The Company leases its Platteville offices and other facilities from HS Land & Cattle, LLC ("HSLC"). HSLC is controlled by Ed Holloway and William Scaff, Jr., members of the Company's board of directors through June 22, 2016.  The most recent lease, dated June 30, 2014, is currently on a month-to-month basis and requires payments of $15,000 per month. In July 2016, the Company entered into a new office lease in Greeley with an unrelated party with the intention of canceling the Platteville office lease once the move is completed. The Greeley office lease will require monthly payments of approximately $7,500 and will terminate in October 2026. In addition, the Company maintains its principal offices in Denver. The Denver office lease requires monthly payments of approximately $30,000 and terminates in October 2016. The Company is currently exploring its options for a new lease in Denver.

Litigation

From time to time, the Company is a party to various commercial and regulatory claims, pending or threatened legal action, and other proceedings that arise in the ordinary course of business. It is the opinion of management that none of the current matters of contention are reasonably likely to have a material adverse impact on our business, financial position, results of operations, or cash flows.

On June 1, 2015, the Company filed a complaint in the District Court of Weld County, Colorado, against Briller, Inc., R.W.L. Enterprises and Robert W. Loveless (together, the "Defendants") arising from a dispute concerning the validity of certain leases covering properties in Weld County.  On June 23, 2015, the Defendants removed the case to the Federal District Court of Colorado and filed an answer and counterclaims against the Company and two officers of the Company. The officers have since been dismissed from the case, and the Court has ruled that the Defendant's lease is valid. The essence of the Defendants’ counterclaims are that the Company unlawfully drilled wells through properties leased by the Defendants causing physical damage

23



and economic damages measured by the value of hydrocarbons under the Defendant's lease. To date, no hydrocarbons have been produced from these wells. Although the Company believes Defendants’ counterclaims are without merit, it is not possible at this time to predict the outcome of this matter.

Environmental

Due to the nature of the natural gas and oil industry, we are exposed to environmental risks. We have various policies and procedures to minimize and mitigate the risks from environmental contamination. We conduct periodic reviews and simulated drills to identify changes in our environmental risk profile. Liabilities are recorded when environmental damages resulting from past events are probable, and the costs can be reasonably estimated.
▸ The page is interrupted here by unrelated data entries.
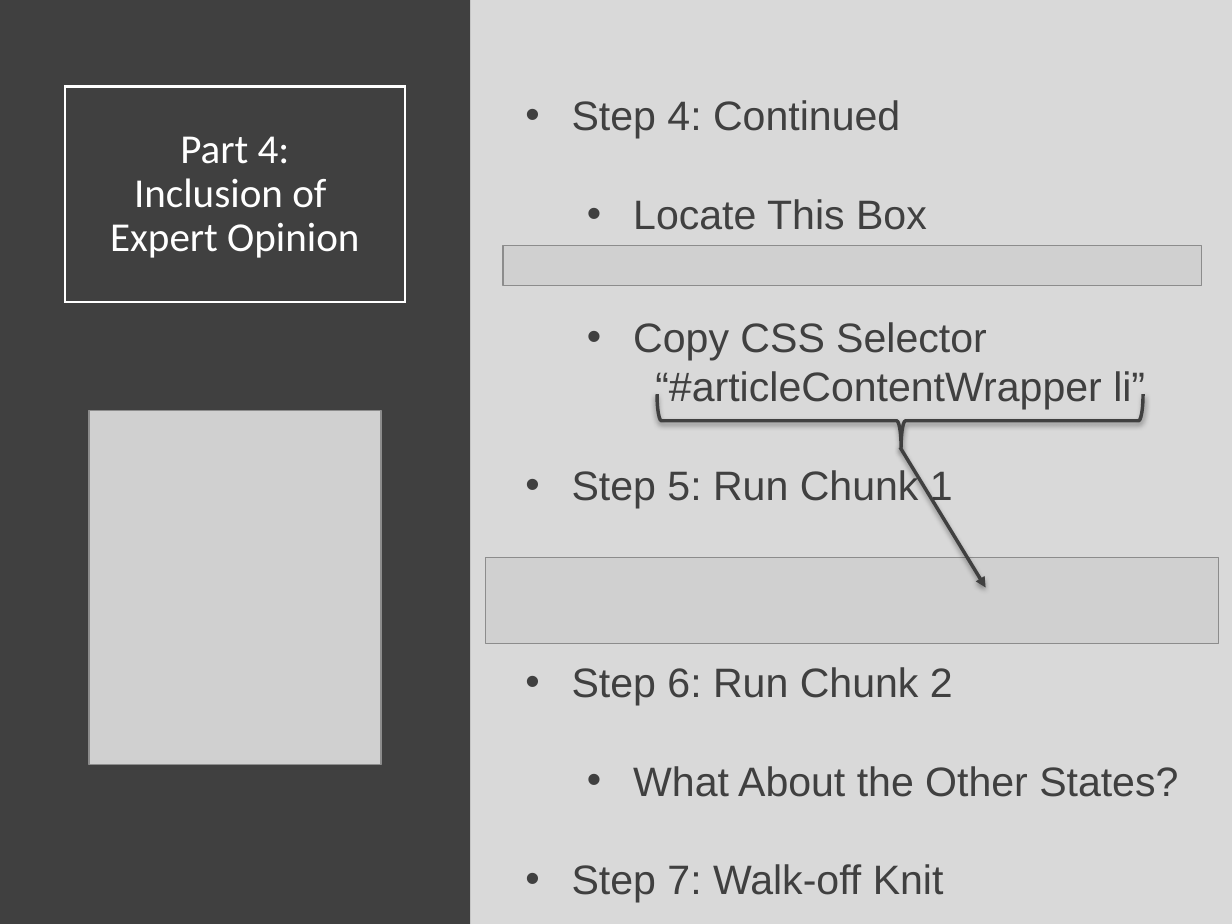
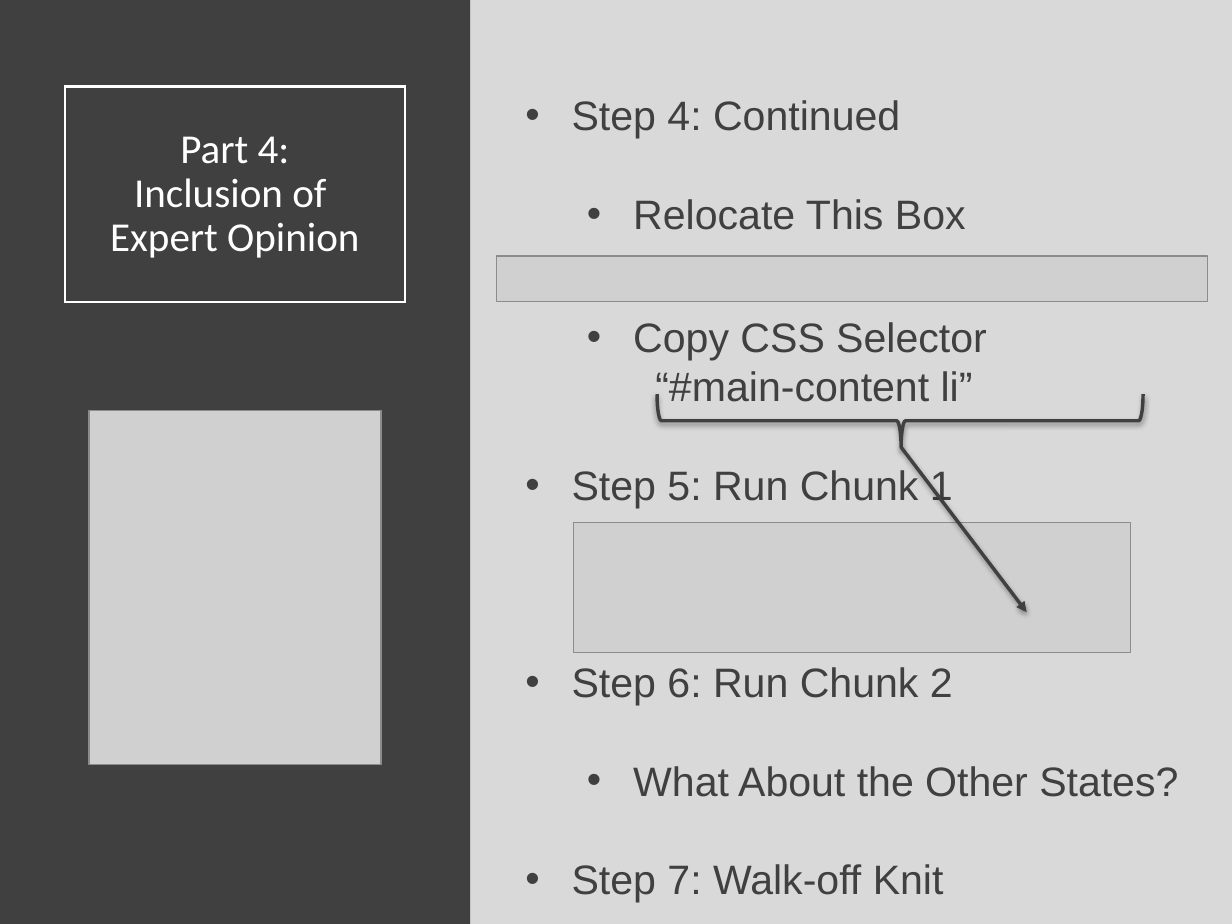
Before and after one commit to SuperMarioGiacomazzo/STOR320_WEBSITE, a slide deck: slide 22 of Lecture/Web Scraping/Web_Scraping_Lecture.pptx. Drawn at 1232x924 pixels with LibreOffice and Linux fonts; fonts in the diff are those of the drawing; grey boxes stand for pictures. Boxes give left, top, right and bottom in pixels: in the first picture for what was removed or moved away, otherwise in the second. Text is boxed around its words. In the diff, an @@ line names an element or a change of style, - is before the commit and + after.

```diff
--- a/Lecture/Web Scraping/Web_Scraping_Lecture.pptx
+++ b/Lecture/Web Scraping/Web_Scraping_Lecture.pptx
@@ text at bbox=[633, 199, 966, 230]: text changed @@
-  • Locate This Box
+  • Relocate This Box
@@ picture: place and size @@
-picture at bbox=[503, 245, 1201, 286]
+picture at bbox=[496, 256, 1207, 302]
@@ text at bbox=[655, 371, 973, 410]: text changed @@
-  “#articleContentWrapper li”
+  “#main-content li”
@@ arrow moved from (901, 447) - (986, 588) to (901, 447) - (1026, 612) @@
@@ picture: place and size @@
-picture at bbox=[485, 558, 1218, 644]
+picture at bbox=[573, 522, 1130, 652]
```
Also in this commit, not shown: 5 other slides changed, 13 other files.

As of  June 30, 2016 , we had accrued environmental liabilities in the amount of  $0.9 million , included in accounts payable and accrued expenses on the condensed consolidated balance sheet.  We are not aware of any environmental claims existing as of  June 30, 2016  which have not been provided for or would otherwise have a material impact on our consolidated financial statements; however, there can be no assurance that current regulatory requirements will not change or that unknown past non-compliance with environmental laws or unknown historic releases will not be discovered on our properties.
    
In addition, in July 2016, we were informed by the Colorado Department of Public Health and Environment's Air Quality Control Commission's Air Pollution Control Division ("CDPHE") that it expects to expand its inspection of the Company's facilities in connection with a Compliance Advisory previously issued by the CDPHE and subsequent inspections conducted by the CDPHE. The Compliance Advisory alleged issues at five Company facilities regarding leakages of volatile organic compounds from storage tanks, all of which were promptly addressed. We understand that many other operators in the D-J basin are subject to similar investigations and Compliance Advisories, and we have no reason to believe that we have greater potential liability in this regard than other operators with similar numbers of facilities.  We are working with the CDPHE to respond to any continuing concerns, but have not yet been informed of additional facilities to be inspected or additional issues that have been identified. We cannot predict the outcome of this matter.

17 .
Supplemental Schedule of Information to the Condensed Consolidated Statements of Cash Flows

The following table supplements the cash flow information presented in the condensed consolidated financial statements for the periods presented (in thousands):
 
Six Months Ended June 30,
Supplemental cash flow information:
2016
 
2015
Interest paid
$
159

 
$
1,802

Income taxes paid
101

 

 
 
 
 
Non-cash investing and financing activities:
 
 
 
Accrued well costs as of period end
$
18,349

 
$
40,019

Assets acquired in exchange for common stock

 
9,840

Asset retirement obligations incurred with development activities
366

 
424

Asset retirement obligations assumed with acquisitions
1,692

 


ITEM 2 .
MANAGEMENT'S DISCUSSION AND ANALYSIS OF FINANCIAL CONDITION AND RESULTS OF OPERATIONS

Cautionary Statement Concerning Forward-Looking Statements

This report contains "forward-looking statements" within the meaning of the Private Securities Litigation Reform Act of 1995. These statements are subject to risks and uncertainties and are based on the beliefs and assumptions of management and information currently available to management. The use of words such as "believes," "expects," "anticipates," "intends," "plans," "estimates," "should," "likely," or similar expressions indicate forward-looking statements. Forward-looking statements included in this report include statements relating to future capital expenditures and projects, the adequacy and nature of future sources of financing, possible future impairment charges, midstream capacity issues, future differentials, future production relative to volume commitments, and the closing and effect of proposed transactions.


24



The identification in this report of factors that may affect our future performance and the accuracy of forward-looking statements is meant to be illustrative and by no means exhaustive. All forward-looking statements should be evaluated with the understanding of their inherent uncertainty.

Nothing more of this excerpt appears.